Bangassou, le 24 mai 2026 (RJDH)—-Pendant trois jours, Bangassou a accueilli un atelier d’engagement communautaire consacré à la justice transitionnelle, réunissant une vingtaine d’acteurs locaux autour des enjeux de paix, de réconciliation et de promotion des droits humains. Organisée du 20 au 22 mai à la radio Mbari FM par un consortium d’organisations de la société civile avec l’appui de la Division des droits de l’homme de la MINUSCA, cette rencontre visait à renforcer l’implication des communautés dans les mécanismes de reconstruction du tissu social.
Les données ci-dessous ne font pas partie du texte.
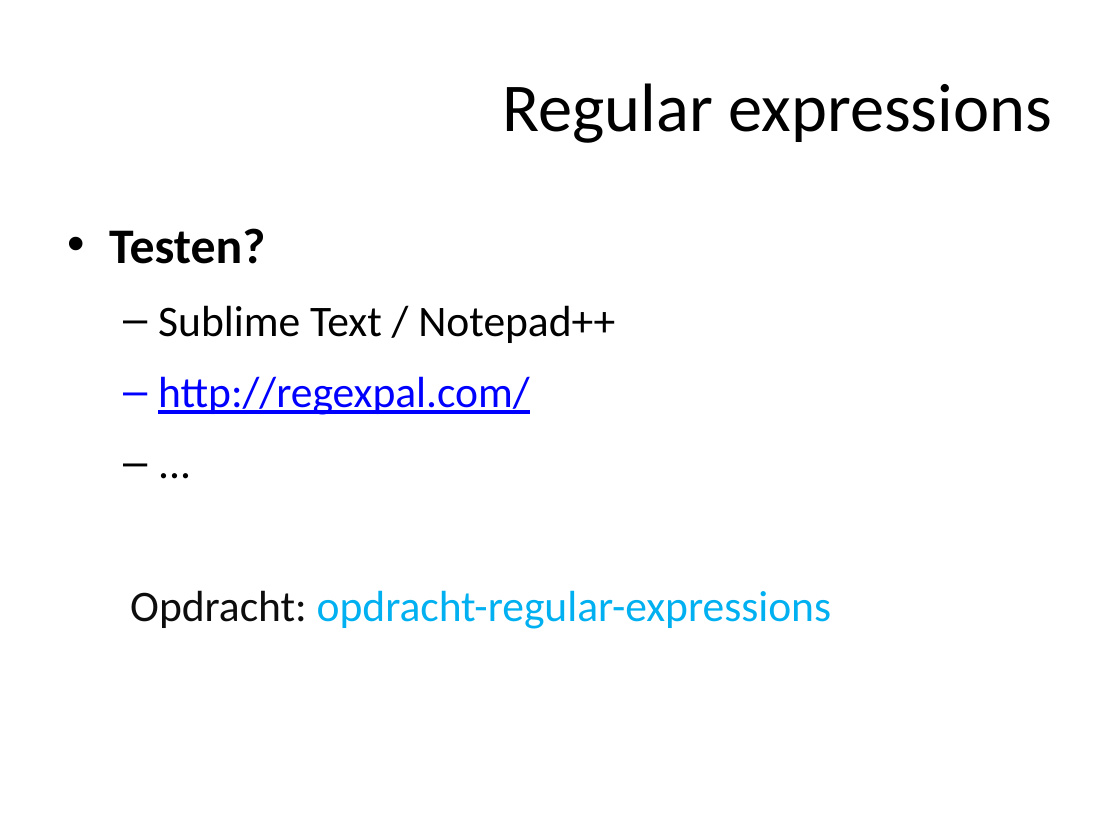
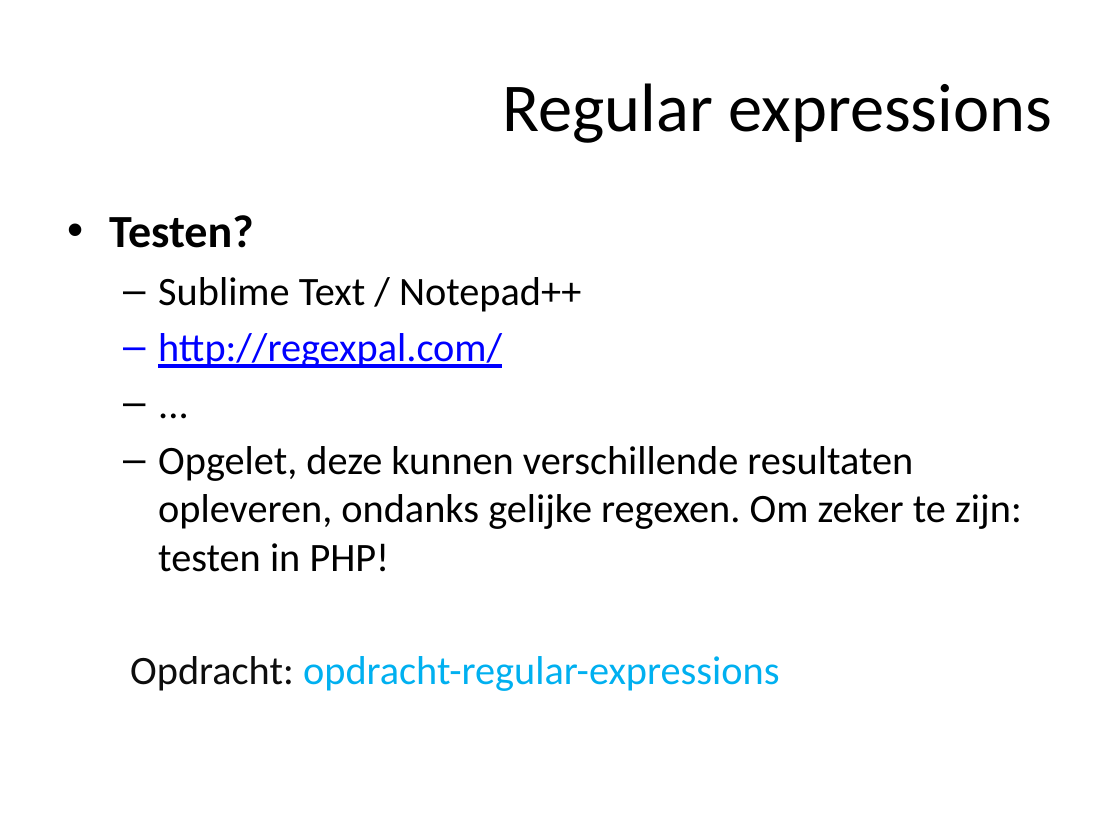
Before and after one commit to ajkea/web-backend-1, a slide deck: slide 209 of public/cursus/web-backend-cursus.pptx. Drawn at 1120x840 pixels with LibreOffice and Linux fonts; fonts in the diff are those of the drawing. Boxes give left, top, right and bottom in pixels: in the first picture for what was removed or moved away, otherwise in the second. Text is boxed around its words. In the diff, an @@ line names an element or a change of style, - is before the commit and + after.

Commit message:
verbeter regex cursus + opdracht mod_rewrite verduidelijking

```diff
--- a/public/cursus/web-backend-cursus.pptx
+++ b/public/cursus/web-backend-cursus.pptx
@@ text at (109,215,780,691): size 32 to 29.6 pt in "Testen?"; size 28 to 25.9 pt in "Sublime Text / Notepad++", "http://regexpal.com/", "...", "Opdracht: opdracht-regular-expressions"; line spacing 1.2 to 1 @@
@@ text at (158,446,1022,572): paragraph added @@
+  – Opgelet, deze kunnen verschillende resultaten opleveren, ondanks gelijke regexen. Om zeker te zijn: testen in PHP!
```
Also in this commit, not shown: 1 other slide changed, 2 other files.

La cérémonie d’ouverture a été présidée par Victor Bissekoue, gouverneur de la région du Haut-Oubangui et préfet du Mbomou. Devant les participants, il a insisté sur le rôle essentiel de la justice transitionnelle dans le rétablissement de la cohésion sociale et de la paix durable dans les communautés affectées par les crises.
Déployée à Bangassou du 19 au 26 mai 2026, la mission était conduite par Diane Adoum, présidente de l’organisation Fille Femme Vaillante de Centrafrique (FEVCA). Elle était accompagnée de plusieurs représentants d’organisations de la société civile, notamment Landry Mokopala du Collectif national des victimes (CENAV), Maruis Poussinga du Réseau des jeunes des Nations unies (ROJALNUD), Fernand Mande Djapou du Groupe de travail de la société civile sur la justice transitionnelle (GST-JT) ainsi que Achille Batia de l’Observatoire de la parité en Centrafrique (OCA-Just).
Les échanges ont porté sur plusieurs thématiques majeures, notamment les piliers de la justice transitionnelle, le fonctionnement de la Commission Vérité, Justice, Réparation et Réconciliation (CVJRR), les mécanismes alternatifs de règlement des conflits et le rôle de la chefferie traditionnelle dans la prévention des tensions communautaires.
L’atelier a réuni 20 participants, dont 8 femmes et 12 hommes issus d’organisations de femmes et de jeunes, des conducteurs de taxi-motos, des confessions religieuses ainsi que des autorités locales. Les représentants de la MINUSCA et les autorités administratives de la région ont également pris part aux travaux.
Au terme de cette session, les participants se sont engagés à devenir des relais communautaires et des ambassadeurs de la justice transitionnelle afin de promouvoir la réconciliation et le vivre-ensemble dans leurs localités respectives.